Sobre a leitura de obras filosóficas
Lendo o De Anima, de Aristóteles, percebo uma diferença marcante em relação a Platão. Enquanto o formato dialógico de Platão torna a leitura fácil, o texto de Aristóteles é denso. Cada palavra carrega, de modo implícito, toda uma rede de tese, antítese e síntese. Cada termo parece supor a leitura de muitos livros, o diálogo com muitos sábios, a reflexão paciente e talvez até a inspiração de uma loucura divina.
Se não for iniciado um novo diálogo a partir do texto, ele permanece parado, morto, sem dizer nada. Aliás, ao pensar nisso, lembro-me da história de Amon e Thoth, contada por Sócrates no Fedro. O texto tem apenas a aparência de estar vivo. Enquanto o lemos, parece que o autor conversa conosco. Mas é apenas uma impressão: quando surge uma dúvida, ele se cala. Se o interrogarmos, só pode repetir o que já foi dito. Se o leitor não for acompanhado por um mestre vivo, ou se não tiver engenho para a leitura meditativa, em suma, se ele mesmo não fizer o processo dialético, não é possível avançar em filosofia.
Talvez a dialética seja a técnica de leitura filosófica por excelência — embora mais justo seria chamá-la não de técnica de leitura, mas de técnica de investigação. Ler simplesmente por ler envolve apenas decodificar e memorizar informação. A dialética, porém, é ativa num outro sentido: ela ultrapassa o que foi lido e toca justamente no que não foi compreendido.
De onde vem essa dinâmica da incompreensão? A dúvida só pode surgir num universo interior de certezas e sentimentos. O que é claro para um pode ser obscuro para outro. Alguém pode se enganar pensando que entendeu; outro, mais atento e sincero, pode confessar que nada compreendeu. Assim opera a dialética: um caminho de atenção ao outro e a si mesmo, na busca da verdade.
Sócrates acreditava que era isso mesmo que nos torna felizes: examinar nossas vidas, purificar-nos das falsas certezas, conversar sobre a virtude, a verdade, o bem, a beleza. Tudo porém com máxima consciência, sem negligência, sem fingir que sabe. Conhecendo os próprios limites, mas sem perder a esperança, espera-se a inspiração divina. Essa esperança ativa diante do mistério vale mais do que enganar-se. Ainda que, no fim, nossa sabedoria se resuma à consciência da própria ignorância.
É assim que me sinto diante de Platão, de Aristóteles e de todos os filósofos que li. A diferença, talvez, esteja nisto: Platão me ensina a dialogar; os demais supõem que eu já sei. Se eu mesmo não iniciar o processo dialético com eles, não avanço. Mas como dialogar com um autor ausente? Voltamos ao problema de Thoth e Amon. Só me resta meditar, imaginar hipóteses do que ele poderia ter dito, querido dizer ou respondido. Mas essa imaginação já é incerta em seus efeitos — será que consigo imaginar com precisão a abordagem correta? Serei criativo o bastante para conceber múltiplas respostas possíveis?

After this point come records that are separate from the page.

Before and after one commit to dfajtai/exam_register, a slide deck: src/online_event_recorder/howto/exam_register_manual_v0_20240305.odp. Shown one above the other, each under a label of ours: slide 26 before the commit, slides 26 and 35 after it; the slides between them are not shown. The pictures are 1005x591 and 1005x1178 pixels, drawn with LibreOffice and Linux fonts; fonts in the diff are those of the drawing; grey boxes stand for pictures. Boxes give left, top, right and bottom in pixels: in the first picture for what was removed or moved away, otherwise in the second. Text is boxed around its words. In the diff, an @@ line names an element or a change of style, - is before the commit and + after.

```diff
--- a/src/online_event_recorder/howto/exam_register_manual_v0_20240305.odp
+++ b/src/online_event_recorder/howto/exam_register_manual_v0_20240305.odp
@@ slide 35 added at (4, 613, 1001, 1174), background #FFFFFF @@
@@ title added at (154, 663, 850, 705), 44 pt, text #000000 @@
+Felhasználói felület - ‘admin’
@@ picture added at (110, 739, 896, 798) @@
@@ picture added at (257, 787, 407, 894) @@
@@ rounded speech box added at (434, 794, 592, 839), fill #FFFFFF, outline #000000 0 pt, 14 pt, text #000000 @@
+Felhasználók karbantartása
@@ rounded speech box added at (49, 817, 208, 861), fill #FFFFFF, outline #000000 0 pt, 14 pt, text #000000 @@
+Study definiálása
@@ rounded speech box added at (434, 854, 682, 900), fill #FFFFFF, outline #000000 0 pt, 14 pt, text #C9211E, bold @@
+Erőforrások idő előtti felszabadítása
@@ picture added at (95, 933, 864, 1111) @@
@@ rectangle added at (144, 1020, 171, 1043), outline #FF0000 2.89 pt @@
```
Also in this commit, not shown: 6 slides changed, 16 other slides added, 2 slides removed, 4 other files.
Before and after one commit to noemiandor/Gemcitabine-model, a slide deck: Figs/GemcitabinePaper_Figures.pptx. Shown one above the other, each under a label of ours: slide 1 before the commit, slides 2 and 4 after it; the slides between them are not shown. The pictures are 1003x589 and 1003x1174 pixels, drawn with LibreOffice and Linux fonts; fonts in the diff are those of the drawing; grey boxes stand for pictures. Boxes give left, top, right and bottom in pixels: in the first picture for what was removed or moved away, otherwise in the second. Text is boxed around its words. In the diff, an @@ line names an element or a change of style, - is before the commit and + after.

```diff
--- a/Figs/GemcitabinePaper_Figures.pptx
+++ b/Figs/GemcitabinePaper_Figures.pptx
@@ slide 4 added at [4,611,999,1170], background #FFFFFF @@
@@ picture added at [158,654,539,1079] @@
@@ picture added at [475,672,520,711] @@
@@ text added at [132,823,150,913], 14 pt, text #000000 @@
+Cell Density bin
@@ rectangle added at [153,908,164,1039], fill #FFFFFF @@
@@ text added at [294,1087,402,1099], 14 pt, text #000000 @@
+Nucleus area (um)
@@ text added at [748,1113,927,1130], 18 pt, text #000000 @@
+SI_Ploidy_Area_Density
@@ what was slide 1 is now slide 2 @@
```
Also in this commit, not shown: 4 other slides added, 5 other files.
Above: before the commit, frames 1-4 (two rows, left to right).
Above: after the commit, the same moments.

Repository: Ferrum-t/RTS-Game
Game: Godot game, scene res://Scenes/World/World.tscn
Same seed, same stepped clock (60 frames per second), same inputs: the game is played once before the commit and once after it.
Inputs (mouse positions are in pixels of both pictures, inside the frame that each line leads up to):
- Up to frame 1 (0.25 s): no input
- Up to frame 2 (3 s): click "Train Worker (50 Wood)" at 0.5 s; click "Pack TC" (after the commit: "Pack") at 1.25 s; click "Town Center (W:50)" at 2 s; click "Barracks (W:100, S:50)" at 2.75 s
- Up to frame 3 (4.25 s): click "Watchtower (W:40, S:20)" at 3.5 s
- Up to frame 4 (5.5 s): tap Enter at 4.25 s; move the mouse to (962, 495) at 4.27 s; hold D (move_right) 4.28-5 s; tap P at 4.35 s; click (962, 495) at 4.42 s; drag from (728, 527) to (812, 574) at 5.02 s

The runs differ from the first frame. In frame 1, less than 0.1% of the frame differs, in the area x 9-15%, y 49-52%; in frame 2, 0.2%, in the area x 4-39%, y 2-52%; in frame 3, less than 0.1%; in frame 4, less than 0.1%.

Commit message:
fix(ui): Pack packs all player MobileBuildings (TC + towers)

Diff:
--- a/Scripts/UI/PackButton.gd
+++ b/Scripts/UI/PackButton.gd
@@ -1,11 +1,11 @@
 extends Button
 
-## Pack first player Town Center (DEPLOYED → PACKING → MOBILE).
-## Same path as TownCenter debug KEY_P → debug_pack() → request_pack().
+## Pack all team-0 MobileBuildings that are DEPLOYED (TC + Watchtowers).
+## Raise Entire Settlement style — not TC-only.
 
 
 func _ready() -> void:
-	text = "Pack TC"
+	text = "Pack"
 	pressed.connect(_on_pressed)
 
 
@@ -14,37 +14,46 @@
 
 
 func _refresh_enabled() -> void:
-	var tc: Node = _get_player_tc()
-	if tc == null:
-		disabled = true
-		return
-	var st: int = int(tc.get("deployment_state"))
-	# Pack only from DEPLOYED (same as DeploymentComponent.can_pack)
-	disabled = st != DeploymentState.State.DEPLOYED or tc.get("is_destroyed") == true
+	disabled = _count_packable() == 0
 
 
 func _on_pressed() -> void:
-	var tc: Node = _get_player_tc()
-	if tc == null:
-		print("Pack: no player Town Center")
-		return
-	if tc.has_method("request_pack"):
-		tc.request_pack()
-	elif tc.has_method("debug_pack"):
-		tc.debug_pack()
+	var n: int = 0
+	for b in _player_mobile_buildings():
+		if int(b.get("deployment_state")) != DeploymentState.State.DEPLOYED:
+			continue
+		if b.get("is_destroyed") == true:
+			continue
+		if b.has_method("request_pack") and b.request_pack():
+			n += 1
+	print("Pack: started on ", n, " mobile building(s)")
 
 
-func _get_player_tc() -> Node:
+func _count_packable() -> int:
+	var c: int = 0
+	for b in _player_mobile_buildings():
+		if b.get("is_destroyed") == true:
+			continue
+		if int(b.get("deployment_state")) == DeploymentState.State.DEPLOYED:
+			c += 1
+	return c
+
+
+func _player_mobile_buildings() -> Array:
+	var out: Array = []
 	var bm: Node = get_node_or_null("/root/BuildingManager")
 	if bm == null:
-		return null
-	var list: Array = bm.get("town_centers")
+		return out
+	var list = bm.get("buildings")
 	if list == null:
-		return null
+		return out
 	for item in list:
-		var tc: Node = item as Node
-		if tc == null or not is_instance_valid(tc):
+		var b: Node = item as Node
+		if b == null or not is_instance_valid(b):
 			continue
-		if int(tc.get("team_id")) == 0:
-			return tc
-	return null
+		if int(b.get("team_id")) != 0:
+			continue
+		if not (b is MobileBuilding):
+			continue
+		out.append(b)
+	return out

Para errar menos na meditação, é conveniente ter um mestre e muitos amigos filósofos interessados no mesmo assunto. Como diz o ditado, "duas cabeças pensam melhor que uma". Infelizmente, não encontro ninguém para conversar sobre essas coisas. Sócrates era mais bem-aventurado, pois todo dia encontrava alguém para conversar. Hoje, porém, raramente alguém se dispõe a manter uma conversação sobre o que realmente importa para a vida humana. Às vezes tocam num assunto essencial, mas logo fogem dele, correndo atrás das banalidades do cotidiano. Então, sinto-me como Diógenes, perambulando pelo mercado com uma lamparina acesa em pleno dia à procura de um ser humano. Não encontro — mas nem por isso perco a esperança.
No fim das contas, não se trata apenas de saber o que o autor quis dizer, mas de buscar a verdade. Contudo, compreender o autor com máxima precisão é um ato de justiça — e também um passo decisivo na dialética. A riqueza do pensamento do outro pode ajudar-nos não só a vislumbrar a verdade, mas a compreender o próprio problema e as dificuldades envolvidas no conhecer. Como nos lembra o Padre Sertillanges: tudo importa — inclusive os erros dos sábios.